Her ex-husband actually started the whole thing. When the two parted, she got the cats!
Originally, it was Dorian’s father that drove her to succeed, to end up surrounded by the very upper echelon of society. Yet in the end, she loves that cats don’t have that need to prove anything. She says that we humans do. That might be what people interpret as cats having attitudes, but really it’s a lack of an attitude. As Dorian says, “They just are and don’t feel they need to be anything else.” While that attitude can irk people, cat lovers either admire that trait or understand it a bit themselves.
Some kids, even though living within the confines of a loving home, can identify too well with feral cats, growing up exposed to many chaotic family elements around them. Some of those kids are lucky and survive and some even find success. And some come to discover their kindred spirit with the feral cat who also somehow survives despite all the obstacles placed in its path. Those now adults know what it takes to overcome. They can pass by a feral cat and not only have compassion for what it’s going through, but also know that that cat deserves a lot of admiration for the skill, wits, and the sometimes seemingly wily ways that it takes to get through its days on the street.

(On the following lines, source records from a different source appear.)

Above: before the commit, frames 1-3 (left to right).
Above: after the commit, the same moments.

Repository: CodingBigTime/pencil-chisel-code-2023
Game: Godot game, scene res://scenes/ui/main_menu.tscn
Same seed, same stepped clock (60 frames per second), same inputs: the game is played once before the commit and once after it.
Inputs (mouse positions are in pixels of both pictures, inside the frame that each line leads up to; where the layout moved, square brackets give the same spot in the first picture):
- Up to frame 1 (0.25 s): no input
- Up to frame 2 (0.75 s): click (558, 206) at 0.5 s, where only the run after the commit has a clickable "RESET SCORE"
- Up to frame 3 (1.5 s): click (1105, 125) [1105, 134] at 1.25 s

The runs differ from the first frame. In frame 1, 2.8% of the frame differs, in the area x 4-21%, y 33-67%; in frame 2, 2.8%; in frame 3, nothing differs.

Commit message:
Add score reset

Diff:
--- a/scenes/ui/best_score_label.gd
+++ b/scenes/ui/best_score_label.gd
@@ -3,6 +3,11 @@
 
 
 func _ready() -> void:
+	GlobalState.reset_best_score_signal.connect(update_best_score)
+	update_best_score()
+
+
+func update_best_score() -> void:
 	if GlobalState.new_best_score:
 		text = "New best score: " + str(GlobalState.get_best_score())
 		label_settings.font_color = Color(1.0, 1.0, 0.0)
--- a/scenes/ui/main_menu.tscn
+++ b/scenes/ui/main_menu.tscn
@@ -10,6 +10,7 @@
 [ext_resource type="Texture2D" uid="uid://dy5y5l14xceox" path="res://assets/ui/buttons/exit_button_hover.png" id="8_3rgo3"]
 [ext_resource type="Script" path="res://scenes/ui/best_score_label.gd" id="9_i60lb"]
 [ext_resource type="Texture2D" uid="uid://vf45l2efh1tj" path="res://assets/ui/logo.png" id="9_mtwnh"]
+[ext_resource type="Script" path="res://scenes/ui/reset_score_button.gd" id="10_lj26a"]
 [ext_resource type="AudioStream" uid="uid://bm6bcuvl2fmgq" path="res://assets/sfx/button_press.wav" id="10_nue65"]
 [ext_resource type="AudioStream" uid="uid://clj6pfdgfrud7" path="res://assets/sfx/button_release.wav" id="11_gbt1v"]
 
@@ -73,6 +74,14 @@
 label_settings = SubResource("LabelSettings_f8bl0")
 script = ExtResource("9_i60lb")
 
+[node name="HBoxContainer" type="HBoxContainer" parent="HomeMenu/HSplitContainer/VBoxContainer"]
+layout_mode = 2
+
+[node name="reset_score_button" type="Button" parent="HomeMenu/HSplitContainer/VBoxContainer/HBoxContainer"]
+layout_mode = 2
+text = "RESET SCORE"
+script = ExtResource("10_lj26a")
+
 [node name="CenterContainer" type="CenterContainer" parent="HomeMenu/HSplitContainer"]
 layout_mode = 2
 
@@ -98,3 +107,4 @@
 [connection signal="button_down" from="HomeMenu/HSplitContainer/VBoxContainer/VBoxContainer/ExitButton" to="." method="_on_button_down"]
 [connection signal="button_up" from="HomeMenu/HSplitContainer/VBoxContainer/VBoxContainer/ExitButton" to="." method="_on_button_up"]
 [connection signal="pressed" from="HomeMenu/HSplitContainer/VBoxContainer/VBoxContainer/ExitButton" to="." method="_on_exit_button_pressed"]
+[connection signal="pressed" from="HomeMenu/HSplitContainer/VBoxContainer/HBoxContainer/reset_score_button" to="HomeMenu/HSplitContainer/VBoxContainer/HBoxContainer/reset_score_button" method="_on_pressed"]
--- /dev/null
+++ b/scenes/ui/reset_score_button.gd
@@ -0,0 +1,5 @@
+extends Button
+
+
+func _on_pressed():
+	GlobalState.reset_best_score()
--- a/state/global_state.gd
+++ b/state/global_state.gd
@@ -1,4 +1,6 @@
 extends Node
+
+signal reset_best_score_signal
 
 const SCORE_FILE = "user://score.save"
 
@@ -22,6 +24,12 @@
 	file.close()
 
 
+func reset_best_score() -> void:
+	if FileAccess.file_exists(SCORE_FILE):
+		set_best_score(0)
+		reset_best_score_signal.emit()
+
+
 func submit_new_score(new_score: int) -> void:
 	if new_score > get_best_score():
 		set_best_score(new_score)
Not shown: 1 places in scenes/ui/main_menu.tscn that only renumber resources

Dorian’s career was planned by her dad, and she fulfilled it to make him happy, to make him feel accomplished. As a child, she played and practiced her music to please him and at times to appease him. He had very specific goals for her, and she did them for him to feel like a success. You could say that her reward for obeying her dad, and accomplishing his wishes “to a T”, is her great career and optimal life experience.
Her talent and skill with musicianship are just incidental assets that have helped fulfill her eventual mission to care for cats.
In 2001, Dorian working together with Eileen Moon, a cellist, who is also with the New York Philharmonic, founded The Artemis Project. Their mission is to help homeless, distressed animals, mostly cats, in New York City. Their focus is on the most helpless and needy abandoned animals.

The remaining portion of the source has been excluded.